Bioinformatics. 30, 3491–3498 (2014).

Quick start

conda create -n str python=2.7
conda activate str

git clone https://github.com/oscarlr/PacMonSTR.git
cd PacMonSTR

conda install cython
conda install numpy
conda install biopython
conda install pysam

python setup.py install

## test/test.bam is the phased alignment of reads to the reference. The read groups have an "1" and "2" 
## annotation specifying the haplotypes
pacmonstr test/test.bam test/test.bed test/ref.fa test/out.bed

## test/test_unphased.bam is the alignment of reads to the reference.
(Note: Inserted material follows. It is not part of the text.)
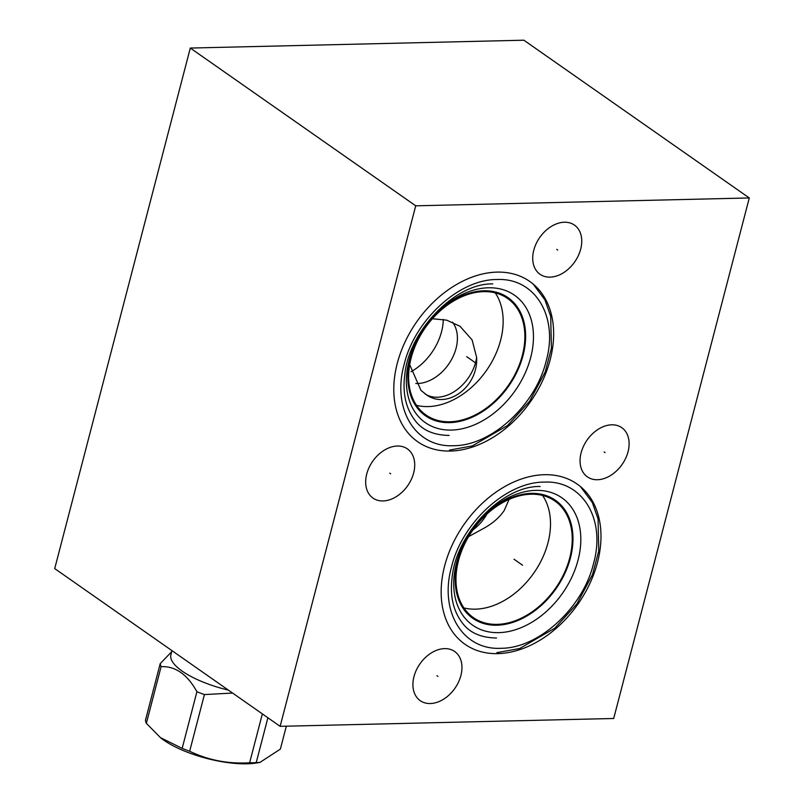 <?xml version="1.0" encoding="UTF-8"?>
<svg xmlns="http://www.w3.org/2000/svg" width="804" height="804" viewBox="0 0 804 804"><rect width="100%" height="100%" fill="white"/><g stroke="black" fill="none" stroke-linecap="round" stroke-linejoin="round"><path stroke-width="1.21" d="M749.288 197.955L523.866 40.2L190.297 48.059L54.712 568.589L280.134 726.334L613.703 718.485L749.288 197.955L415.718 205.814L280.134 726.334M190.297 48.059L415.718 205.814M564.388 222.226A30.009 21.336 -55 0 1 574.438 225.09A30.009 21.336 -55 0 1 578.307 255.692A30.009 21.336 -55 0 1 550.077 277.139A30.009 21.336 -55 0 1 540.027 274.275A30.009 21.336 -55 0 1 536.157 243.672A30.009 21.336 -55 0 1 564.388 222.226M611.733 424.813A30.009 21.336 -55 0 1 621.793 427.678A30.009 21.336 -55 0 1 625.663 458.28A30.009 21.336 -55 0 1 597.432 479.727A30.009 21.336 -55 0 1 587.382 476.852A30.009 21.336 -55 0 1 583.503 446.25A30.009 21.336 -55 0 1 611.733 424.813M397.347 446.029A30.009 21.336 -55 0 1 407.407 448.893A30.009 21.336 -55 0 1 411.276 479.496A30.009 21.336 -55 0 1 383.046 500.942A30.009 21.336 -55 0 1 372.986 498.078A30.009 21.336 -55 0 1 369.116 467.476A30.009 21.336 -55 0 1 397.347 446.029M444.592 648.617A30.009 21.336 -55 0 1 454.642 651.481A30.009 21.336 -55 0 1 458.511 682.083A30.009 21.336 -55 0 1 430.281 703.53A30.009 21.336 -55 0 1 420.231 700.666A30.009 21.336 -55 0 1 416.361 670.064A30.009 21.336 -55 0 1 444.592 648.617M544.368 474.702A97.786 69.506 -55 0 1 577.131 484.048A97.786 69.506 -55 0 1 589.744 583.764A97.786 69.506 -55 0 1 497.766 653.632A97.786 69.506 -55 0 1 465.003 644.285A97.786 69.506 -55 0 1 452.391 544.579A97.786 69.506 -55 0 1 544.368 474.702M497.023 272.114A97.786 69.506 -55 0 1 529.786 281.46A97.786 69.506 -55 0 1 542.399 381.176A97.786 69.506 -55 0 1 450.411 451.054A97.786 69.506 -55 0 1 417.648 441.708A97.786 69.506 -55 0 1 405.035 341.991A97.786 69.506 -55 0 1 497.023 272.114M531.273 493.375A72.058 51.215 -55 0 1 570.428 557.966A72.058 51.215 -55 0 1 496.932 625.21A72.058 51.215 125 0 1 457.777 560.619A72.058 51.215 125 0 1 531.273 493.375M531.052 494.219A71.124 50.562 -55 0 1 554.881 501.023A71.124 50.562 -55 0 1 564.056 573.543A71.124 50.562 -55 0 1 497.153 624.366A71.124 50.562 -55 0 1 473.315 617.562A71.124 50.562 -55 0 1 464.149 545.042A71.124 50.562 -55 0 1 531.052 494.219M542.589 495.455A71.124 50.562 -55 0 1 537.956 566.619A71.124 50.562 -55 0 1 475.425 609.161A71.124 50.562 125 0 1 463.888 607.924M468.591 536.64L483.495 528.469C492.38 523.645 499.274 517.665 504.198 510.55L509.083 499.405M487.013 513.987A37.768 26.844 -55 0 1 472.993 529.866M411.035 371.729A49.004 34.833 -55 0 0 441.537 331.74A49.004 34.833 125 0 0 443.275 319.389M415.799 383.488A37.768 26.844 -55 0 0 456.069 348.273A37.768 26.844 125 0 0 452.491 322.133M425.095 393.94A37.698 26.793 125 0 0 456.099 390.382A37.698 26.793 125 0 0 476.641 357.489L472.109 339.931L460.039 326.303L446.722 320.163L432.411 318.746M495.244 292.867A71.124 50.562 -55 0 1 490.611 364.031A71.124 50.562 -55 0 1 428.08 406.583A71.124 50.562 125 0 1 416.532 405.347M476.641 357.489C478.239 386.694 447.798 409.246 427.145 395.317L420.994 390.422L409.698 364.674M449.798 421.778A71.124 50.562 -55 0 1 425.969 414.985A71.124 50.562 -55 0 1 416.794 342.454A71.124 50.562 -55 0 1 483.696 291.631A71.124 50.562 -55 0 1 507.525 298.435A71.124 50.562 -55 0 1 516.701 370.956A71.124 50.562 -55 0 1 449.798 421.778M483.918 290.787A72.058 51.215 125 0 0 410.422 358.031A72.058 51.215 125 0 0 449.577 422.633A72.058 51.215 -55 0 0 523.072 355.378A72.058 51.215 -55 0 0 483.918 290.787M171.966 650.647L170.91 654.707A60.802 19.819 14.6 0 0 228.366 690.113M160.207 663.632A69.556 22.663 14.6 0 0 161.112 666.657C175.393 666.034 187.322 674.385 196.92 691.711A69.556 22.663 14.6 0 0 204.417 694.576L189.664 751.237A69.556 22.663 -165.4 0 1 182.166 748.373L160.398 737.59L146.358 723.319A69.556 22.663 -165.4 0 1 145.444 720.294L160.207 663.632L171.694 651.692M232.587 693.058L204.417 694.576M196.92 691.711L182.166 748.373M161.112 666.657L146.358 723.319M262.355 713.902L249.622 762.775C228.296 764.071 208.306 760.222 189.664 751.237M267.893 717.771L256.215 762.624A69.556 22.663 -165.4 0 1 252.989 762.755A69.556 22.663 -165.4 0 1 249.622 762.775M286.335 726.193L280.365 749.107L259.903 762.433L256.215 762.624M259.903 762.433L256.235 763.016A61.164 19.929 -165.4 0 1 246.999 763.8A61.164 19.929 -165.4 0 1 161.272 738.283L160.398 737.59M556.77 249.361L557.705 250.014M604.116 451.938L605.05 452.592M389.729 473.154L390.664 473.807M436.974 675.742L437.909 676.395M520.6 563.845L521.535 564.498L520.6 563.845M473.244 361.257L474.179 361.911L473.244 361.257M522.61 565.252L514.027 559.242M514.098 559.293L522.54 565.202M475.264 362.664L466.682 356.654M466.752 356.705L475.194 362.614M535.796 490.37A77.757 55.275 125 0 0 456.481 562.941A77.757 55.275 125 0 0 498.731 632.647A77.757 55.275 -55 0 0 578.056 560.076A77.757 55.275 -55 0 0 535.796 490.37M488.44 287.782A77.757 55.275 125 0 0 409.125 360.353A77.757 55.275 125 0 0 451.386 430.07A77.757 55.275 -55 0 0 530.7 357.489A77.757 55.275 -55 0 0 488.44 287.782M500.902 648.285C538.539 648.547 582.95 607.904 593.543 563.534C606.085 519.103 582.418 480.078 544.187 482.109C506.55 481.857 462.129 522.499 451.546 566.87C439.004 611.291 462.662 650.325 500.902 648.285M453.546 445.707C491.184 445.959 535.595 405.316 546.187 360.946C558.73 316.525 535.072 277.491 496.832 279.531C459.195 279.279 414.784 319.912 404.191 364.292C391.648 408.713 415.316 447.748 453.546 445.707M496.842 652.657L519.675 648.516L554.861 628.145L576.93 603.854L592.548 574.518L598.769 550.901L598.055 518.892L592.277 502.44L580.438 486.581M496.51 638.014C481.707 637.773 470.652 633.2 463.375 624.286C453.546 612.156 449.768 596.749 452.049 578.056C456.009 533.183 502.771 485.536 540.127 486.48M449.486 450.079L472.32 445.929L507.505 425.557L529.585 401.276L545.202 371.94L551.413 348.313L550.7 316.304L544.921 299.852L533.092 283.993M449.165 435.426C434.351 435.195 423.306 430.612 416.02 421.698C406.191 409.568 402.422 394.161 404.693 375.478C408.653 330.605 455.416 282.948 492.772 283.892"/></g></svg>

It does not have read group annotations, therefore, 
## the read groups are added using PacMonSTR/add_read_group.py 
python PacMonSTR/add_read_group.py test/test_unphased.bam test/test_unphased_with_rg.bam
samtools index test/test_unphased_with_rg.bam
pacmonstr test/test_unphased_with_rg.bam test/test.bed test/ref.fa test/out.bed

Required packages

python/2.7
cython
numpy
biopython
pysam

Manual

usage: pacmonstr [-h] [--padding PADDING] bam bed ref outbed

Genotype TRs

positional arguments:
  bam                Alignments with read groups for haps
  bed                BED file with TRs
  ref                Fasta file with reference
  outbed

optional arguments:
  -h, --help         show this help message and exit
  --padding PADDING  Padding added to input BED

Inputs

BAM file

The reads in the BAM file must contain read group tags "0","1" or "2". "1" and "2" correspond to haplotype 1 and haplotype 2. "0" are unphased reads.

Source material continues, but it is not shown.